The first step is to follow Docker’s best practices, most importantly, only include what you will need to run your application in your image. Multi-stage builds will help keep dependencies only needed during the build stage out of the final image. In many cases, switching to a smaller base image, like Alpine, will reduce the overall image size dramatically. However, depending on your application’s needs it might be necessary to install additional dependencies so everything will work as expected. The higher complexity that your Dockerfile is and the more dependencies that you add, the harder it can get to distinguish between what your image contains and what’s essential for your application to work properly. 

Therefore, the most logical step is to review the contents of your images to find out which dependencies take up the most space. A nice tool that’ll help simplify this task is Dive, a UI based analysis tool that lists all of the files in a Docker container, and the layer they belong to. Given that manually scrolling through thousands of files is still too much labour, we built a tool that extracts the file paths, sizes, and the layer for any Docker image. However, before we jump into details about this tool, we’ll take a look at Docker images internals first.

How do Docker images work?

Docker uses a Union Mount File system to efficiently store images. The Union Mount File allows you to merge multiple File Systems into one. In Docker, a layer translates roughly into a single file system.
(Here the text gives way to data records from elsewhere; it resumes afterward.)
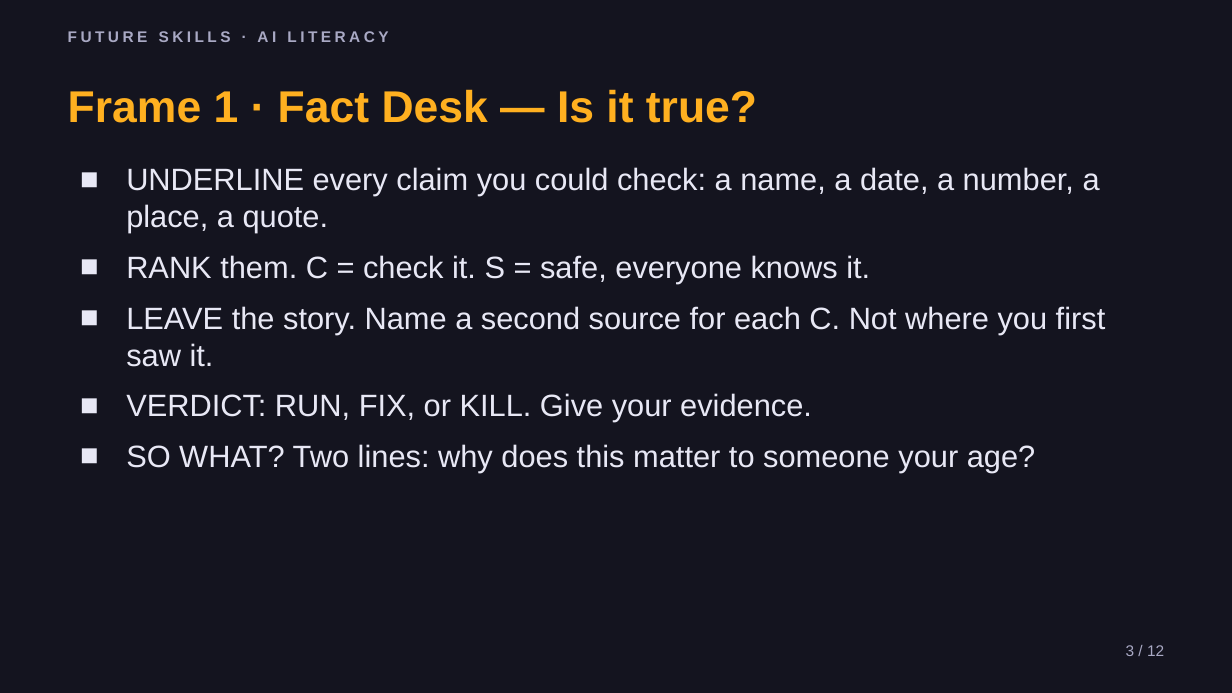
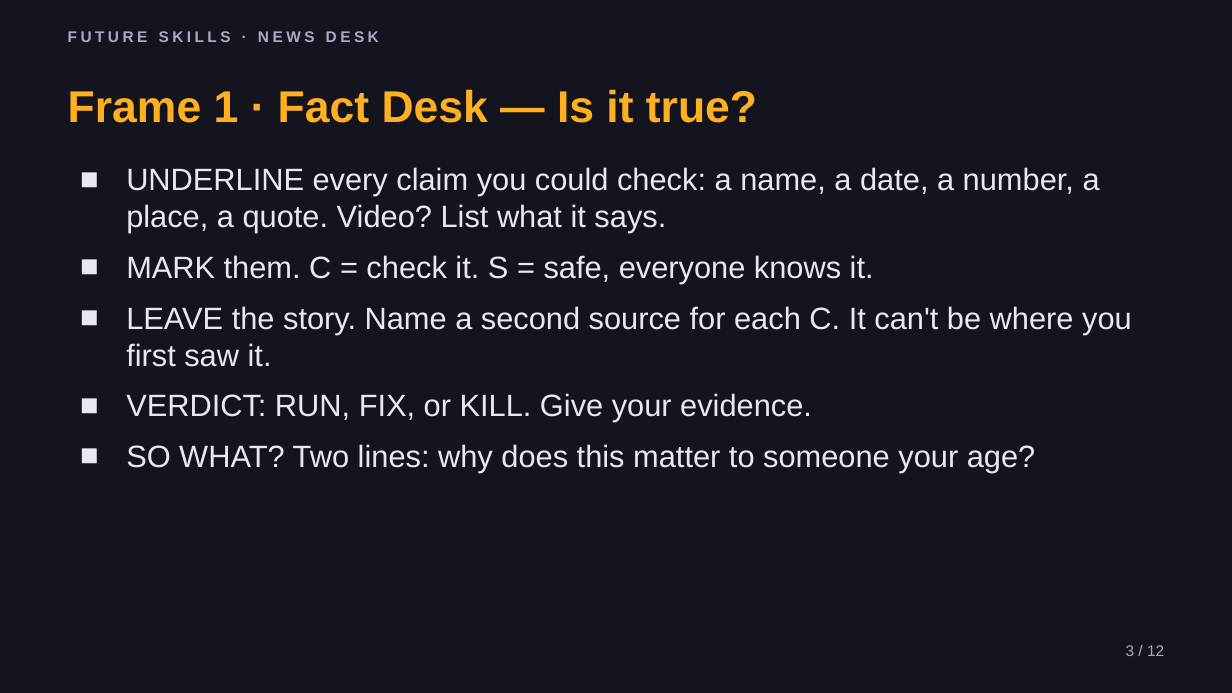
Before and after one commit to phiunit/tptphi, a slide deck: slide 3 of products/news-desk-frames/dist/News Desk - Slides.pptx. Drawn at 1232x693 pixels with LibreOffice and Linux fonts; fonts in the diff are those of the drawing. Boxes give left, top, right and bottom in pixels: in the first picture for what was removed or moved away, otherwise in the second. Text is boxed around its words. In the diff, an @@ line names an element or a change of style, - is before the commit and + after.

```diff
--- a/products/news-desk-frames/dist/News Desk - Slides.pptx
+++ b/products/news-desk-frames/dist/News Desk - Slides.pptx
@@ text at [68, 31, 379, 42]: text changed @@
-FUTURE SKILLS · AI LITERACY
+FUTURE SKILLS · NEWS DESK
@@ text at [126, 167, 1132, 367]: text changed @@
-■ UNDERLINE every claim you could check: a name, a date, a number, a place, a quote.
-■ RANK them. C = check it. S = safe, everyone knows it.
-■ LEAVE the story. Name a second source for each C. Not where you first saw it.
+■ UNDERLINE every claim you could check: a name, a date, a number, a place, a quote. Video? List what it says.
+■ MARK them. C = check it. S = safe, everyone knows it.
+■ LEAVE the story. Name a second source for each C. It can't be where you first saw it.
```
Also in this commit, not shown: 11 other slides changed, 58 other files.

There are various Union Mount File systems available, for example, ‘auf’ and ‘overlay’ each with their own advantages and disadvantages.

The diagram below indicates a typical layout of an image. The various layers are mounted on top of each other and are read-only. The topmost thin read/write layer collects any changes made to the running image.

Docker Images _ Basic Layout_Illustrated

Typical layout of a docker image file

But where are these layers located on your machine? The docker info command, answers this question. Among many other things, it shows which storage driver your system uses and where the files are located. 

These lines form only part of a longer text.